• Exercise brief:
Count every line in the entries that holds the word "Narrow". The reply is that count alone.

• Items from a dataset:

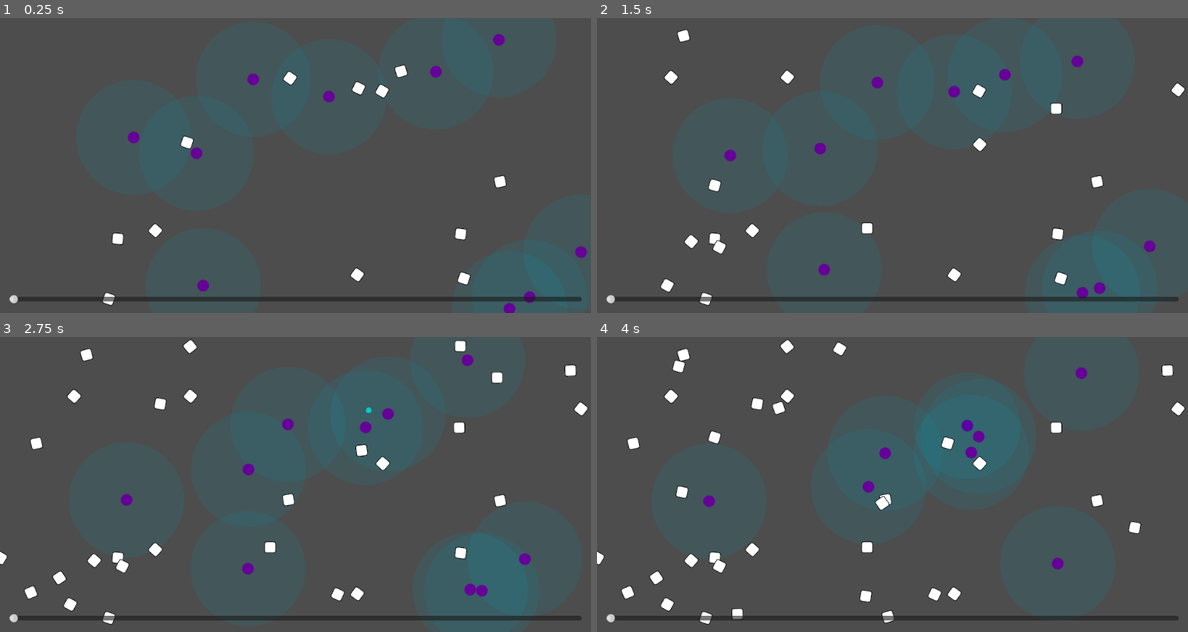
Above: before the commit, frames 1-4 (two rows, left to right).
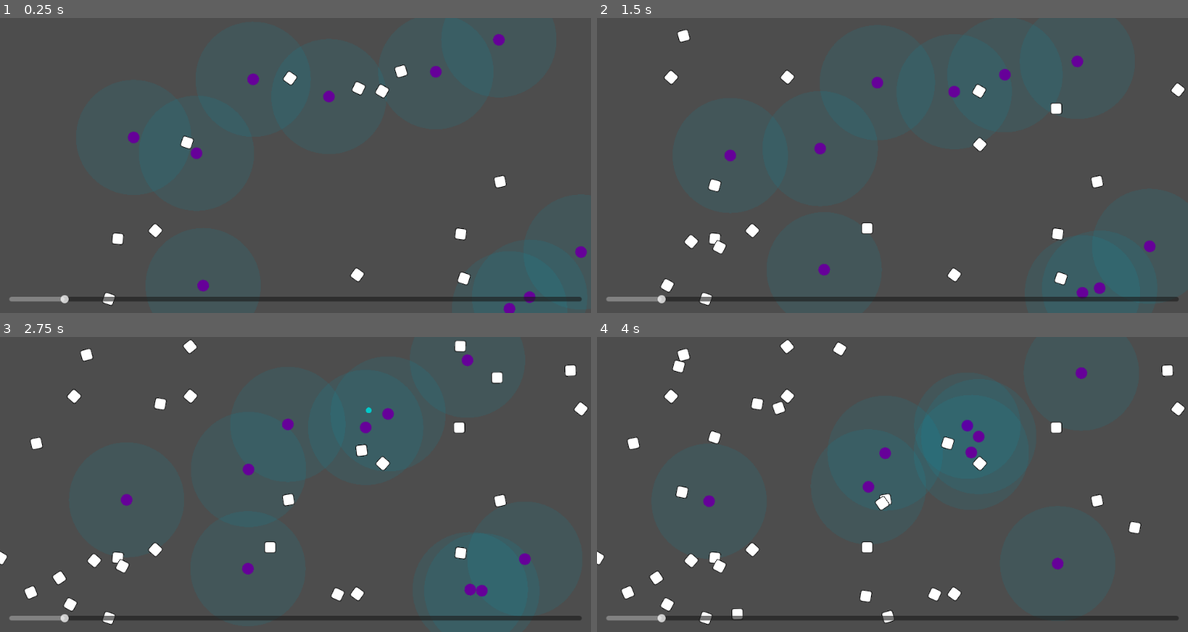
Above: after the commit, the same moments.

Repository: wivest/Natural-Selection
Game: Godot game, scene res://scenes/main.tscn
The game is run twice, just before and just after one commit, with the same random seed, the same clock (stepped at 60 frames per second) and the same inputs.
Inputs:
- Up to frame 1 (0.25 s): no input
- Up to frame 2 (1.5 s): no input
- Up to frame 3 (2.75 s): no input
- Up to frame 4 (4 s): no input

The runs differ from the first frame. In frame 1, 0.2% of the frame differs, in the area x 1-12%, y 94-97%; in frame 2, 0.2%; in frame 3, 0.2%; in frame 4, 0.2%.

Commit message:
feat: set Slider's start value

Diff:
--- a/scenes/main.tscn
+++ b/scenes/main.tscn
@@ -60,6 +60,6 @@
 min_value = 0.1
 max_value = 10.0
 step = 0.0
-value = 0.1
+value = 1.0
 
 [connection signal="value_changed" from="GUI/Control/BottomContainer/HBoxContainer/Speed" to="World/Field" method="_on_speed_value_changed"]
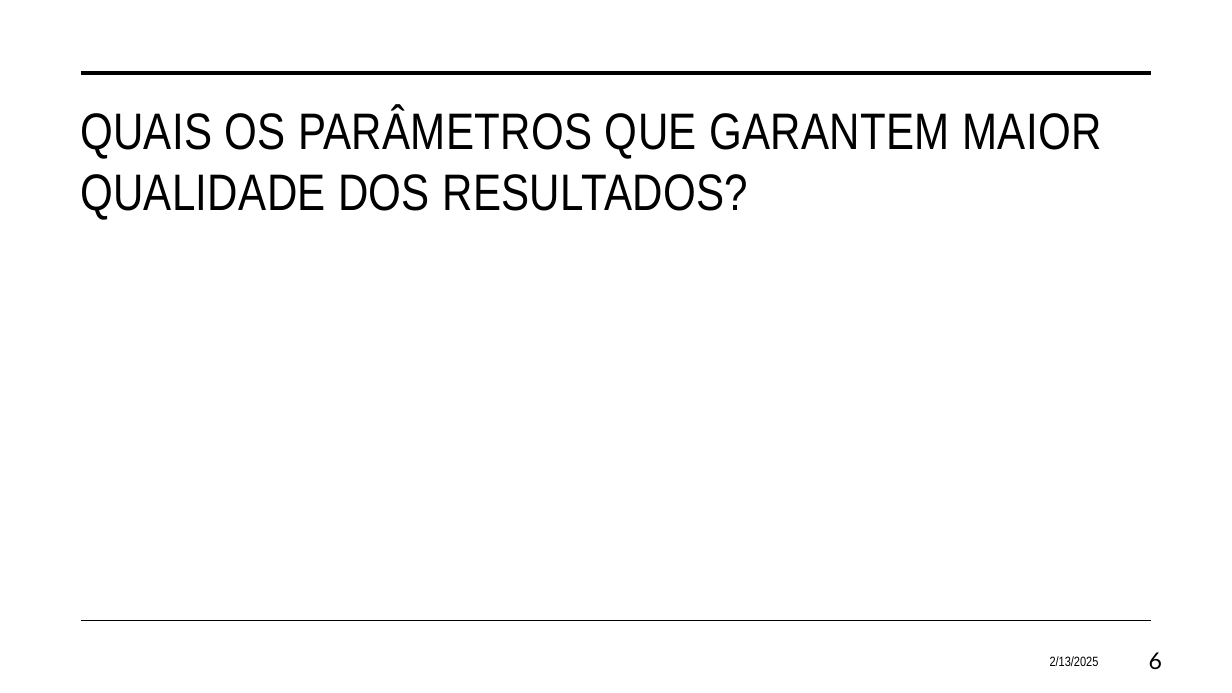
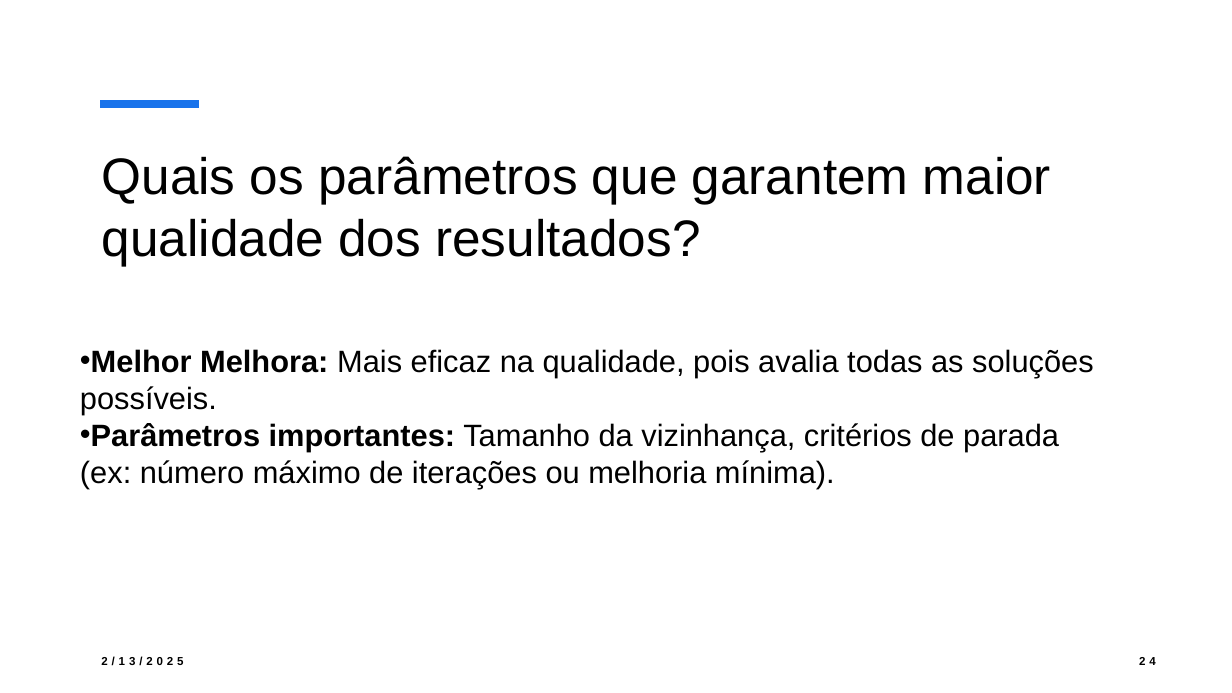
Before and after one commit to eduardosavian/heuristic-searches, a slide deck: slide 24 of documents/Presentation.pptx (slide 6 before the commit). Drawn at 1232x693 pixels with LibreOffice and Linux fonts; fonts in the diff are those of the drawing. Boxes give left, top, right and bottom in pixels: in the first picture for what was removed or moved away, otherwise in the second. Text is boxed around its words. In the diff, an @@ line names an element or a change of style, - is before the commit and + after.

```diff
--- a/documents/Presentation.pptx
+++ b/documents/Presentation.pptx
@@ line removed from (81, 73) to (1152, 73) @@
@@ line added from (100, 104) to (199, 104), #1973EB 6 pt @@
@@ title at (x1=102, y1=156, x2=1051, y2=266): text changed; font Arial Narrow to Arial @@
-QUAIS OS PARÂMETROS QUE GARANTEM MAIOR QUALIDADE DOS RESULTADOS?
+Quais os parâmetros que garantem maior qualidade dos resultados?
@@ text added at (x1=80, y1=349, x2=1094, y2=488), 24 pt, text #000000 @@
+• Melhor Melhora: Mais eficaz na qualidade, pois avalia todas as soluções possíveis.
+• Parâmetros importantes: Tamanho da vizinhança, critérios de parada (ex: número máximo de iterações ou melhoria mínima).
@@ line removed from (81, 621) to (1152, 621) @@
@@ text "2/13/2025" moved from (x1=1050, y1=656, x2=1099, y2=666) to (x1=101, y1=656, x2=183, y2=666) @@
@@ text "2/13/2025" at (x1=101, y1=656, x2=183, y2=666): size 10.5 to 9 pt, font Arial Narrow to Arial, letter spacing 0 to 3 pt, bold on; alignment right to left @@
@@ page number at (x1=1139, y1=657, x2=1156, y2=665): text changed; size 18 to 9 pt; font Lato to Arial; bold on @@
-6
+24
```
Also in this commit, not shown: 8 other slides changed, 18 slides added.

• Completed task:
2